A low-power wearable interface called EchoSpeech only needs a few minutes of user training data before it can recognize commands and execute them on a smartphone.

Ruidong Zhang, a PhD student in information science, is the lead author of EchoSpeech: Continuous Silent Speech Recognition in Minimally Unobtrusive Eyewear Using Acoustic Sensing and Human Factors in Computing Systems. The Computing Machinery Conference (CHI) will be held this month in Hamburg, Germany.

“For people who can’t produce sounds, this silent-speech technology could be a great input to a speech synthesizer. It could bring the voice back to the patient,” Zhang said. It talks about potential applications with further development.

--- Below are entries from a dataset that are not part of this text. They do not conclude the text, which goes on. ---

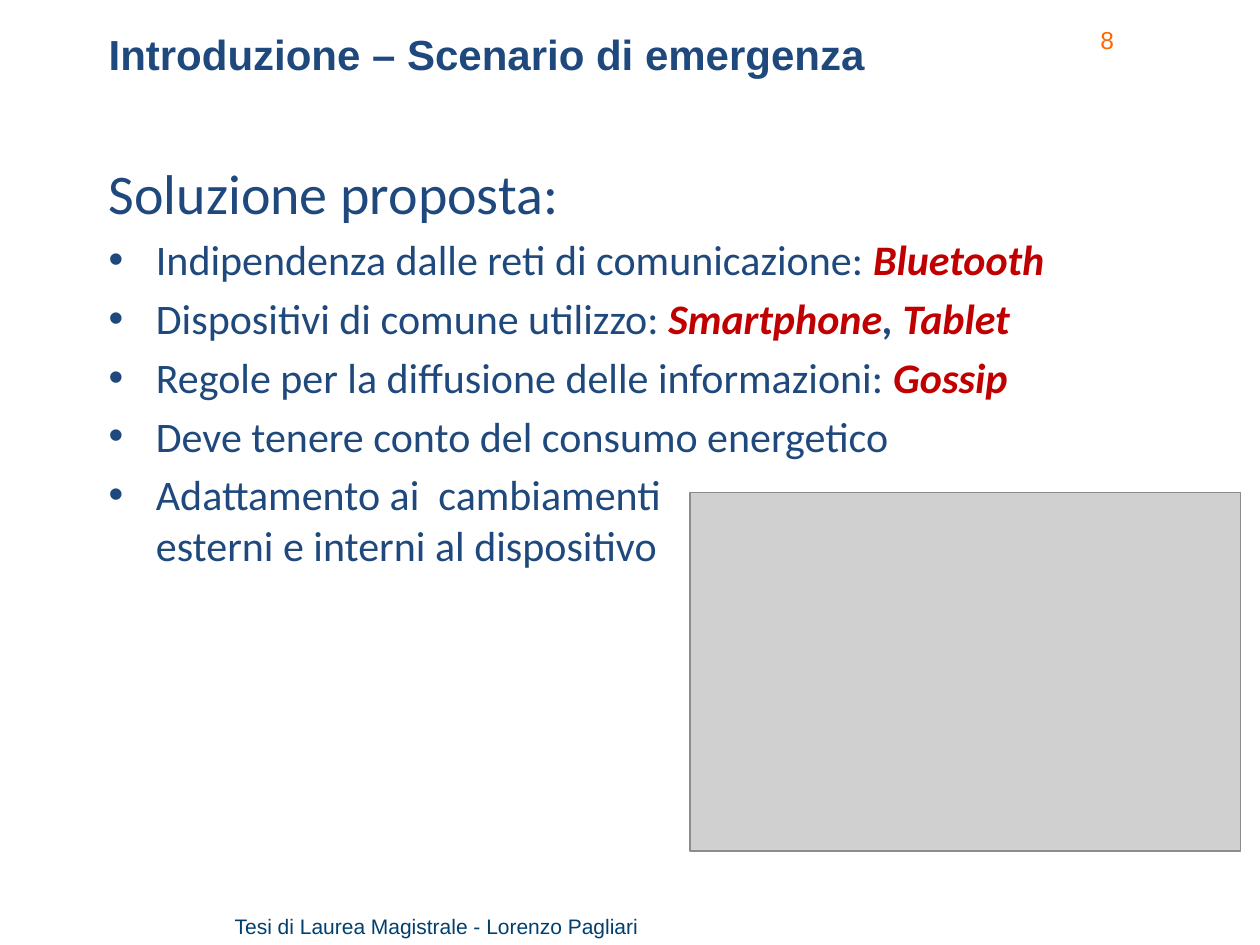
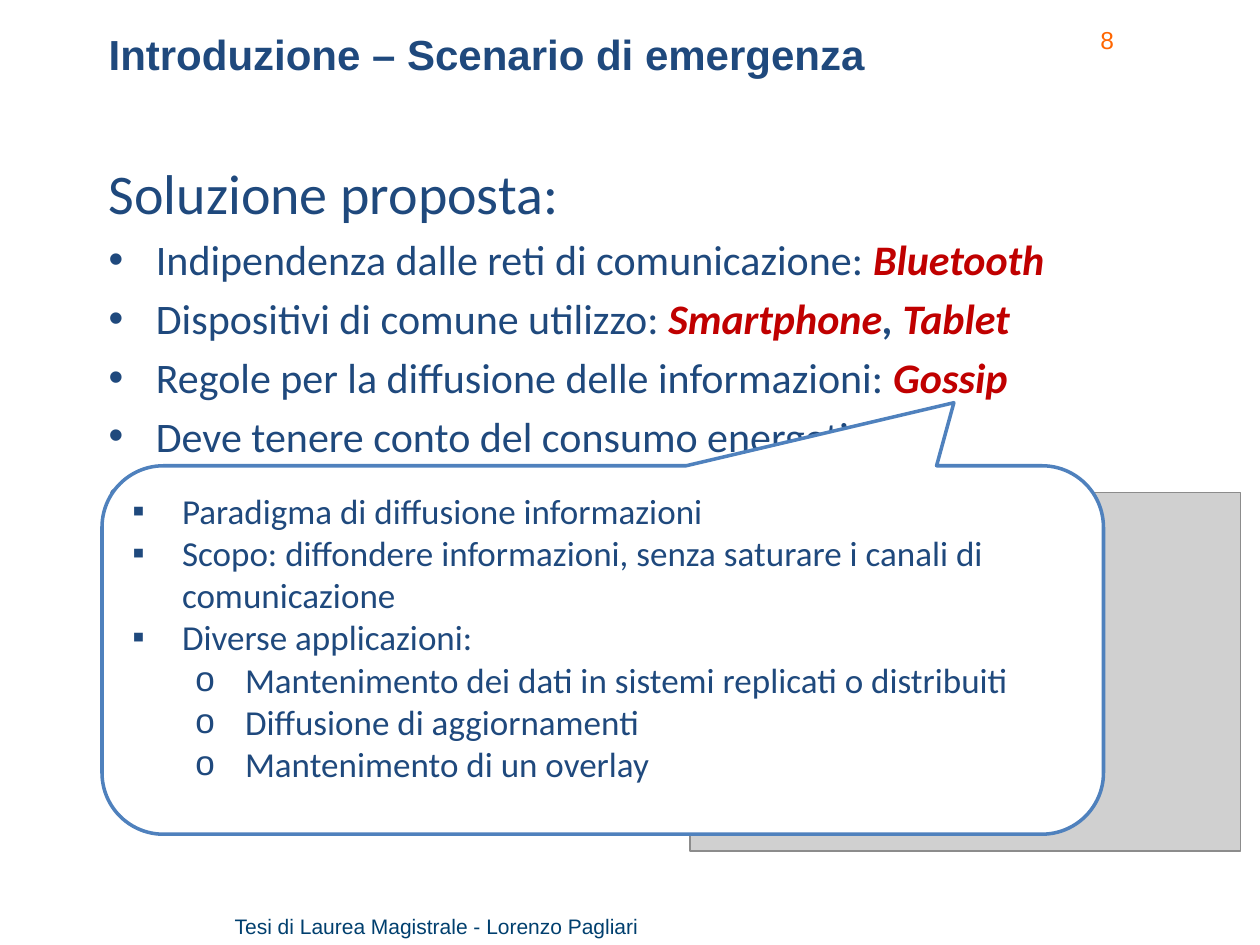
Before and after one commit to lorenzo-pagliari/Tesi, a slide deck: slide 8 of presentazione/Pagliari Lorenzo - presentazione_v2.pptx. Drawn at 1260x945 pixels with LibreOffice and Linux fonts; fonts in the diff are those of the drawing; grey boxes stand for pictures; background and template pictures are left out. Boxes give left, top, right and bottom in pixels: in the first picture for what was removed or moved away, otherwise in the second. Text is boxed around its words. In the diff, an @@ line names an element or a change of style, - is before the commit and + after.

```diff
--- a/presentazione/Pagliari Lorenzo - presentazione_v2.pptx
+++ b/presentazione/Pagliari Lorenzo - presentazione_v2.pptx
@@ rounded speech box added at <box>102,466,1104,834</box>, fill #FFFFFF, outline #4F81BD 2 pt, 20 pt, text #1F497D @@
+▪ Paradigma di diffusione informazioni
+▪ Scopo: diffondere informazioni, senza saturare i canali di comunicazione
+▪ Diverse applicazioni:
+  o Mantenimento dei dati in sistemi replicati o distribuiti
+  o Diffusione di aggiornamenti
+  o Mantenimento di un overlay
```
Also in this commit, not shown: 3 other slides changed, 1 slide removed, 22 other files.
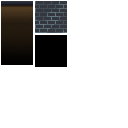
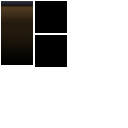
Layer changes from the first 128px x 128px image to the second:
painted on "Layer 9" over (35, 1, 67, 33)
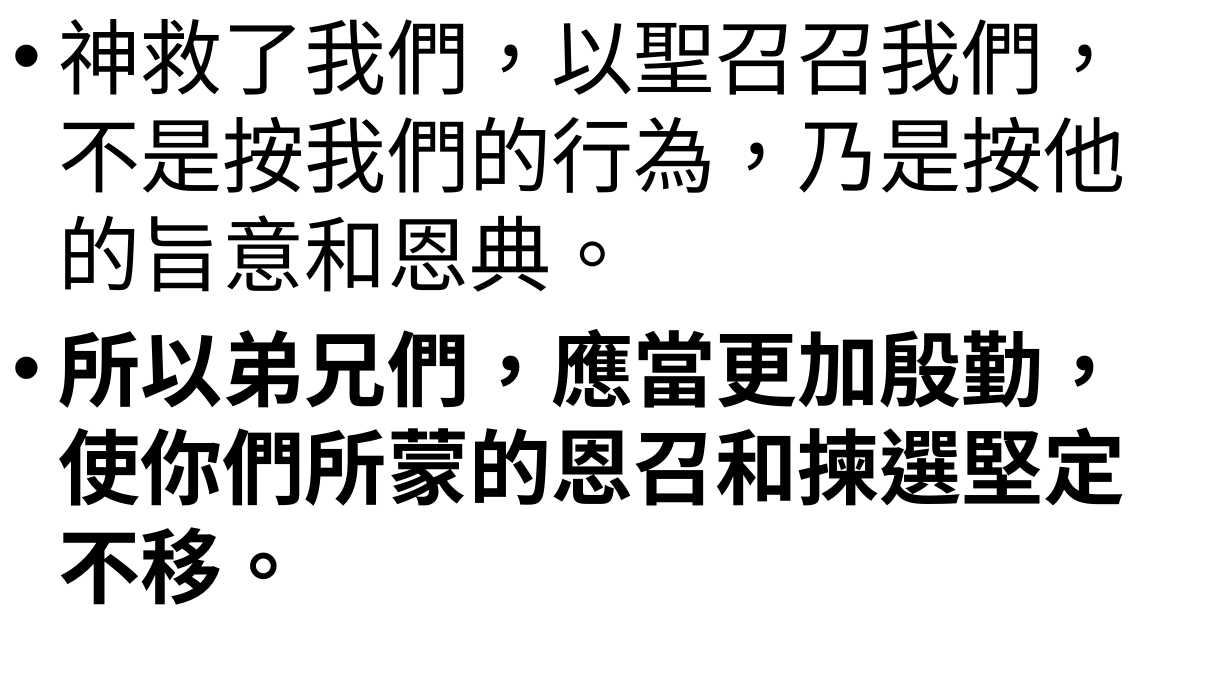
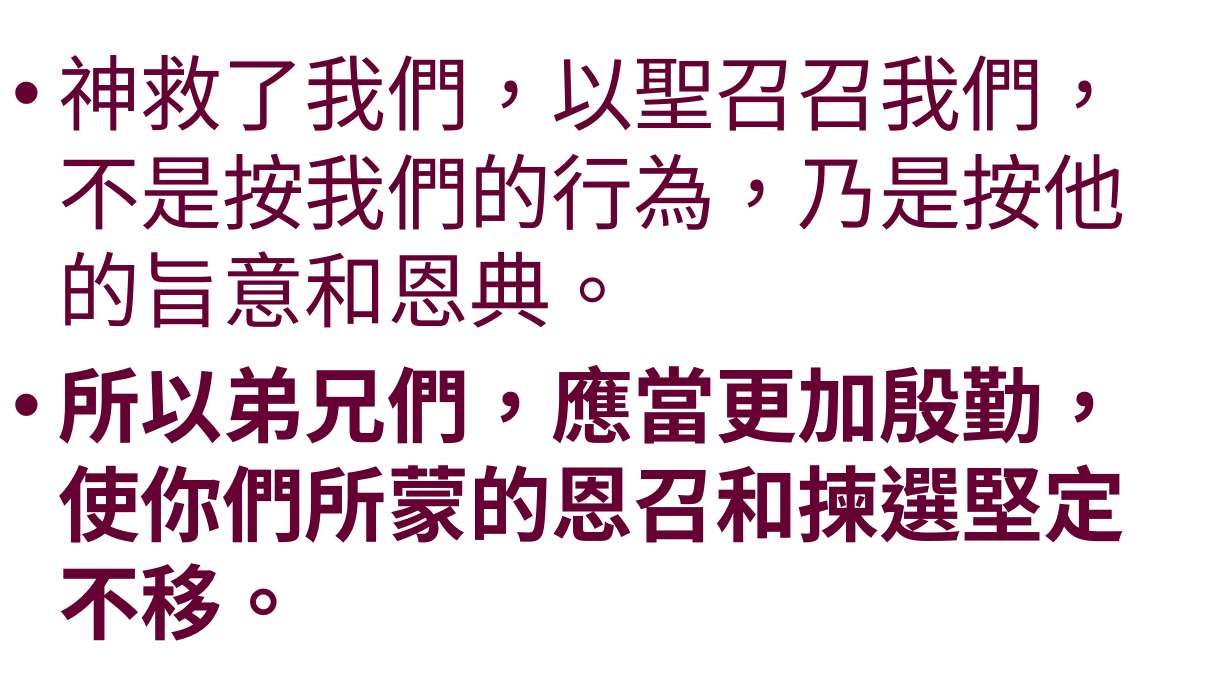
Before and after one commit to batisuoc/worship-resources, a slide deck: slide 6 of 26神的呼召.pptx. Drawn at 1232x693 pixels with LibreOffice and Linux fonts; fonts in the diff are those of the drawing; background and template pictures are left out. Boxes give left, top, right and bottom in pixels: in the first picture for what was removed or moved away, otherwise in the second. Text is boxed around its words. In the diff, an @@ line names an element or a change of style, - is before the commit and + after.

```diff
--- a/26神的呼召.pptx
+++ b/26神的呼召.pptx
@@ text "神救了我們，以聖召召我們，不是按我們的行為，乃是按他的旨意和恩典。" at (x1=59, y1=55, x2=1127, y2=641): font Noto Sans CJK TC to Noto Sans CJK SC, text colour #000000 to #660033; font Calibri to Noto Sans CJK SC in "神救了我們，以聖召召我們，不是按我們的行為，乃是按他的旨意和恩典。"; vertical alignment top to middle @@
```
Also in this commit, not shown: 5 other slides changed.

EchoSpeech, in its current form, can be used to communicate with other users via smartphones in places where conversation is inconvenient or inappropriate, such as noisy restaurants or quiet libraries. Silent speech interfaces can also be used with design software such as CAD in combination with a stylus. No keyboard and mouse required.

Equipped with a microphone and speaker pair smaller than a pencil eraser, the EchoSpeech glasses become a wearable, AI-powered sonar system that sends and receives sound waves across the face and senses mouth movements. A deep learning algorithm then analyzes these echo profiles in real time. Accuracy is about 95%.

Cheng Zhang, Assistant Professor of Information Science and Director of Cornell University’s Smart Computer Interfaces for Future Interactions (SciFi) Lab, said:

“We are very excited about this system,” he said. real world. ”

Most techniques for silent speech recognition are limited to a pre-determined selection set of commands and require the user to face or wear the camera, which is neither practical nor feasible. No, says Cheng Zhang. He also said his wearable camera poses significant privacy concerns for both users and those with whom they interact.

Acoustic sensing technologies such as EchoSpeech eliminate the need for wearable video cameras. And because audio data is much smaller than image and video data, it requires less bandwidth to process and can be relayed to smartphones in real time via Bluetooth, says computer science professor François Guimbretière. .

“And because the data is processed locally on your smartphone rather than being uploaded to the cloud, privacy-sensitive information is never under your control,” he said.